[[ EXERCISE MATERIAL, beginning ]]

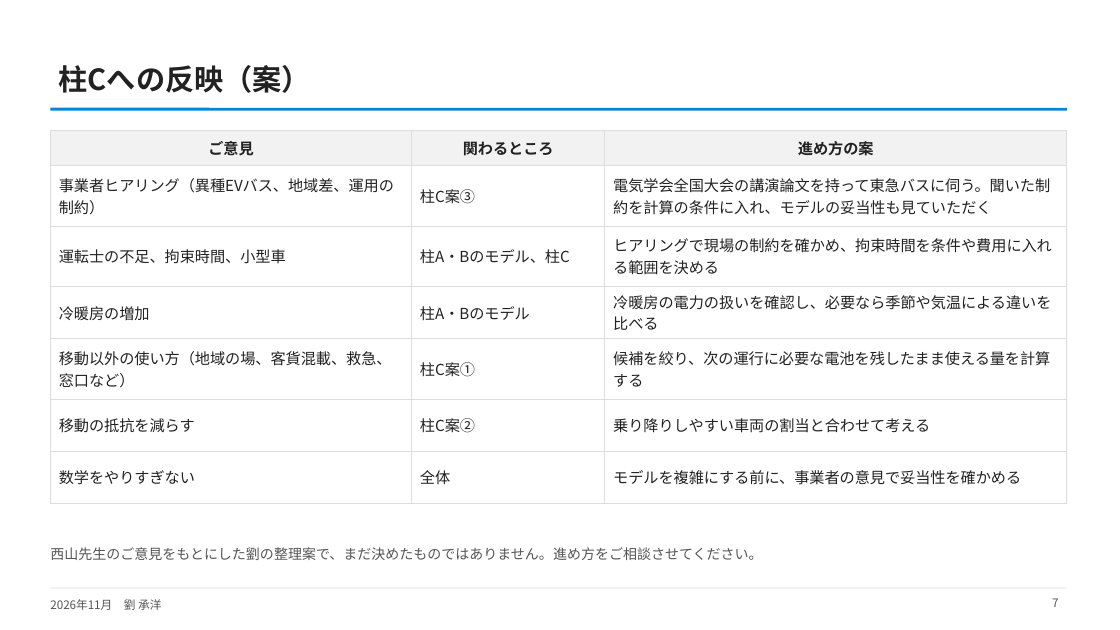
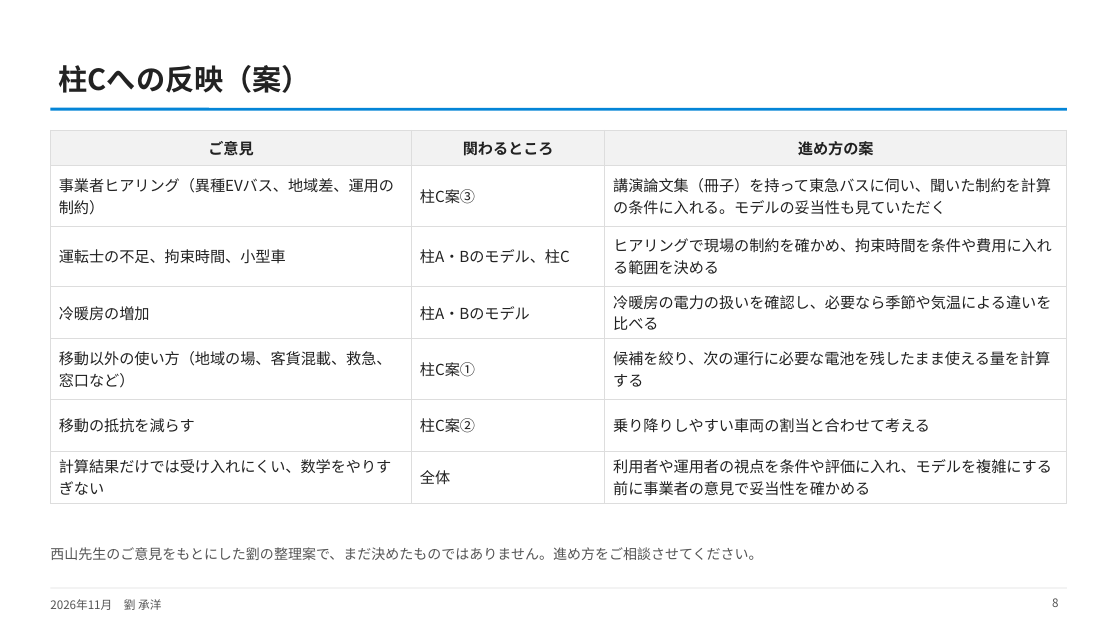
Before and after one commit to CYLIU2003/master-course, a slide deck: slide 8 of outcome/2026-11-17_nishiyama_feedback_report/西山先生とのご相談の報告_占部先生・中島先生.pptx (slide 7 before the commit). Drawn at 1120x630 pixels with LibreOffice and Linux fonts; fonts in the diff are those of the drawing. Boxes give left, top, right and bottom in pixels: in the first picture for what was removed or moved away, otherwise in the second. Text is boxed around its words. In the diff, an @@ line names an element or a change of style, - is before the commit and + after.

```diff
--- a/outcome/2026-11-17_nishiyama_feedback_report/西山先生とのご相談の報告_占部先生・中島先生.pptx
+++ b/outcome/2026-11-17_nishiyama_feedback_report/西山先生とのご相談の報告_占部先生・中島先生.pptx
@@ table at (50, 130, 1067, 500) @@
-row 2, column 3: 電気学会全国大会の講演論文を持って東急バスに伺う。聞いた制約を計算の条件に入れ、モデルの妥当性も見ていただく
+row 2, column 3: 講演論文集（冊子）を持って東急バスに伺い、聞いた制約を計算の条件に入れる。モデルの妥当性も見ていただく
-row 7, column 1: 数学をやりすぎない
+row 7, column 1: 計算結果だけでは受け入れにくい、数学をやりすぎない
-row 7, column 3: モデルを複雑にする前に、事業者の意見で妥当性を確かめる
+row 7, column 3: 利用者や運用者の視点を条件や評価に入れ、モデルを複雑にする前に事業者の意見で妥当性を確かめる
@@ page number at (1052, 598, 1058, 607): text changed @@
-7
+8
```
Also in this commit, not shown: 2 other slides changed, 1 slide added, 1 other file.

[[ EXERCISE MATERIAL, end ]]

**INSTRUCTIONS FOR THE TASK**
All of the entries above need to be transcribed exactly, except for the pictures.

**EXERCISE OUTPUT**
Before and after one commit to CYLIU2003/master-course, a slide deck: slide 8 of outcome/2026-11-17_nishiyama_feedback_report/西山先生とのご相談の報告_占部先生・中島先生.pptx (slide 7 before the commit). Drawn at 1120x630 pixels with LibreOffice and Linux fonts; fonts in the diff are those of the drawing. Boxes give left, top, right and bottom in pixels: in the first picture for what was removed or moved away, otherwise in the second. Text is boxed around its words. In the diff, an @@ line names an element or a change of style, - is before the commit and + after.

```diff
--- a/outcome/2026-11-17_nishiyama_feedback_report/西山先生とのご相談の報告_占部先生・中島先生.pptx
+++ b/outcome/2026-11-17_nishiyama_feedback_report/西山先生とのご相談の報告_占部先生・中島先生.pptx
@@ table at (50, 130, 1067, 500) @@
-row 2, column 3: 電気学会全国大会の講演論文を持って東急バスに伺う。聞いた制約を計算の条件に入れ、モデルの妥当性も見ていただく
+row 2, column 3: 講演論文集（冊子）を持って東急バスに伺い、聞いた制約を計算の条件に入れる。モデルの妥当性も見ていただく
-row 7, column 1: 数学をやりすぎない
+row 7, column 1: 計算結果だけでは受け入れにくい、数学をやりすぎない
-row 7, column 3: モデルを複雑にする前に、事業者の意見で妥当性を確かめる
+row 7, column 3: 利用者や運用者の視点を条件や評価に入れ、モデルを複雑にする前に事業者の意見で妥当性を確かめる
@@ page number at (1052, 598, 1058, 607): text changed @@
-7
+8
```
Also in this commit, not shown: 2 other slides changed, 1 slide added, 1 other file.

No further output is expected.